Additional testings:
dotNET csharp:
StreamWriter writer = new StreamWriter("data.txt", false,
System.Text.Encoding.Unicode|UTF8|BigEndianUnicode, 8 * 1024);
* System.Text.Encoding.Unicode = UTF-16LE with BOM
* System.Text.Encoding.BigEndianUnicode = UTF-16BE with BOM
* System.Text.Encoding.UTF8 = UTF-8 with BOM
I think Java and dotNET languages will produces same endian on all
operating systems for each charset name specified. So Java "Unicode"
is always UTF-16LE. dotNet documentation will say explicitly
that "Unicode" is a little-endian byte order.

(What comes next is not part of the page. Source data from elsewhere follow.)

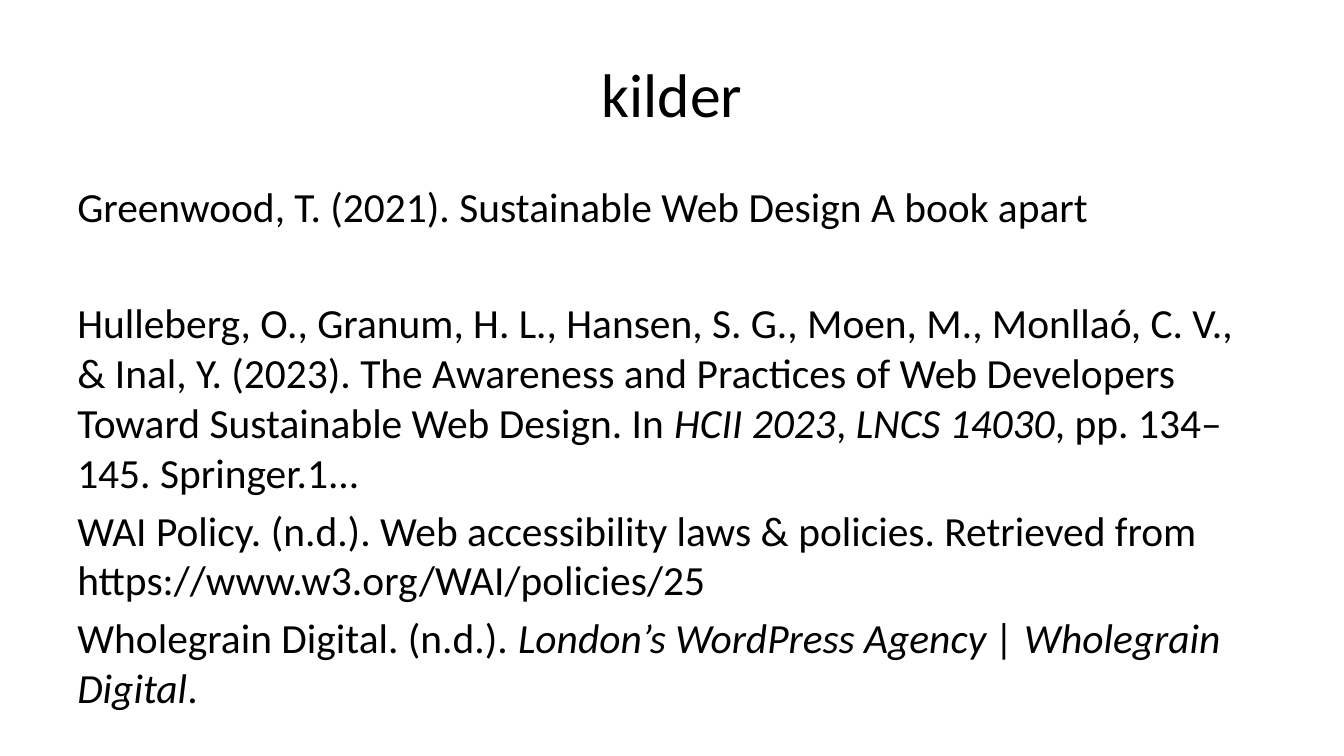
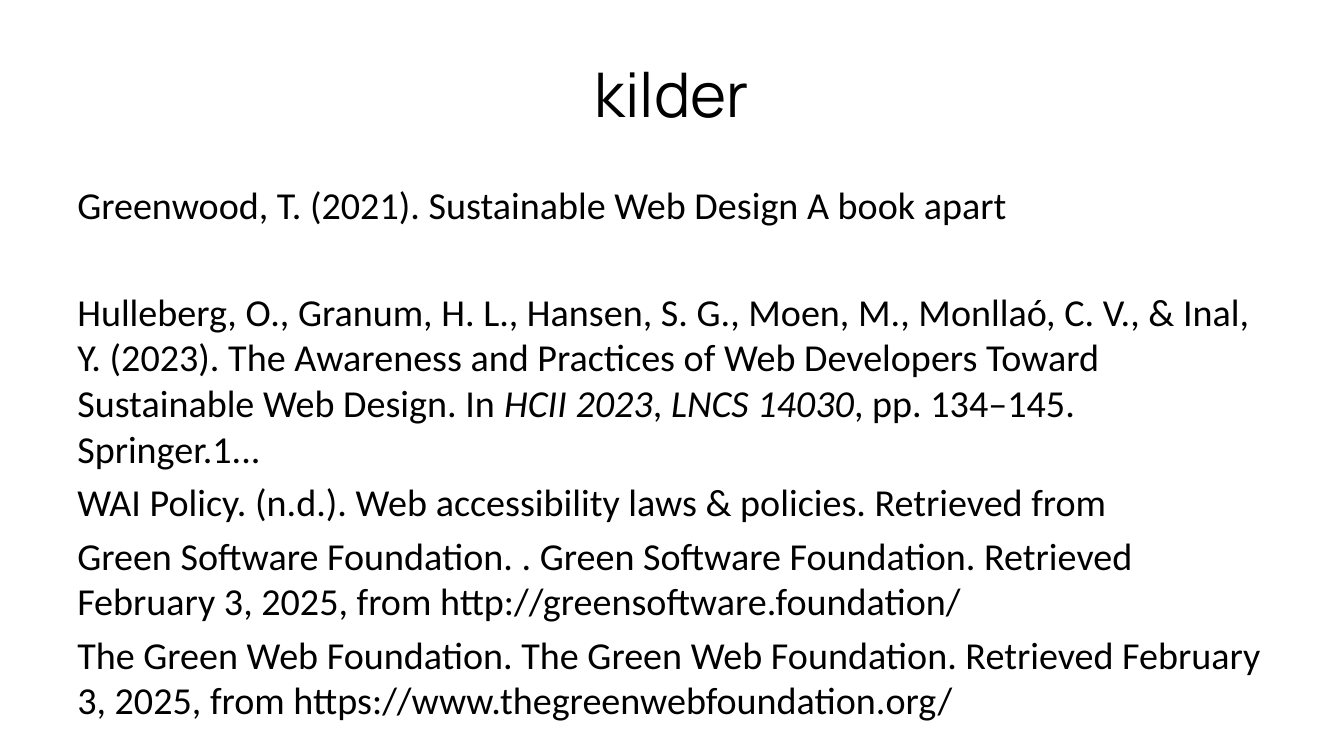
Before and after one commit to xbibogo/MMD24, a slide deck: slide 28 of semester2 PPT/Sustainable_Web_Presentation_Danish.pptx (slide 25 before the commit). Drawn at 1344x756 pixels with LibreOffice and Linux fonts; fonts in the diff are those of the drawing. Boxes give left, top, right and bottom in pixels: in the first picture for what was removed or moved away, otherwise in the second. Text is boxed around its words. In the diff, an @@ line names an element or a change of style, - is before the commit and + after.

```diff
--- a/semester2 PPT/Sustainable_Web_Presentation_Danish.pptx
+++ b/semester2 PPT/Sustainable_Web_Presentation_Danish.pptx
@@ title "kilder" at bbox=[595, 71, 749, 118]: font Calibri to Manrope @@
@@ text at bbox=[77, 191, 1249, 470]: size 29.6 to 27.2 pt in "Greenwood, T. (2021). Sustainable Web Design A ...", "Hulleberg, O., Granum, H. L., Hansen, S. ..." @@
@@ text at bbox=[77, 488, 1260, 675]: text changed; size 29.6 to 27.2 pt @@
-WAI Policy. (n.d.). Web accessibility laws & policies. Retrieved from https://www.w3.org/WAI/policies/25
-Wholegrain Digital. (n.d.). London’s WordPress Agency | Wholegrain Digital.
+WAI Policy. (n.d.). Web accessibility laws & policies. Retrieved from
+Green Software Foundation. . Green Software Foundation. Retrieved February 3, 2025, from http://greensoftware.foundation/
+The Green Web Foundation. The Green Web Foundation. Retrieved February 3, 2025, from https://www.thegreenwebfoundation.org/
```
Also in this commit, not shown: 20 other slides changed, 6 slides added, 3 slides removed.

I wish we could have an alias names for commonly used Java/csharp
encoding names (UTF-8, Unicode) to make life easier from client side.
And then map "Unicode" encoding to UTF-16LE byte order platform
independently.
dotNETProvider driver uses "charset=" connectionstring name. Maybe
Jaybird coders could add it as an alias to current "lc_ctype" name.
It is more understandable url parameter name.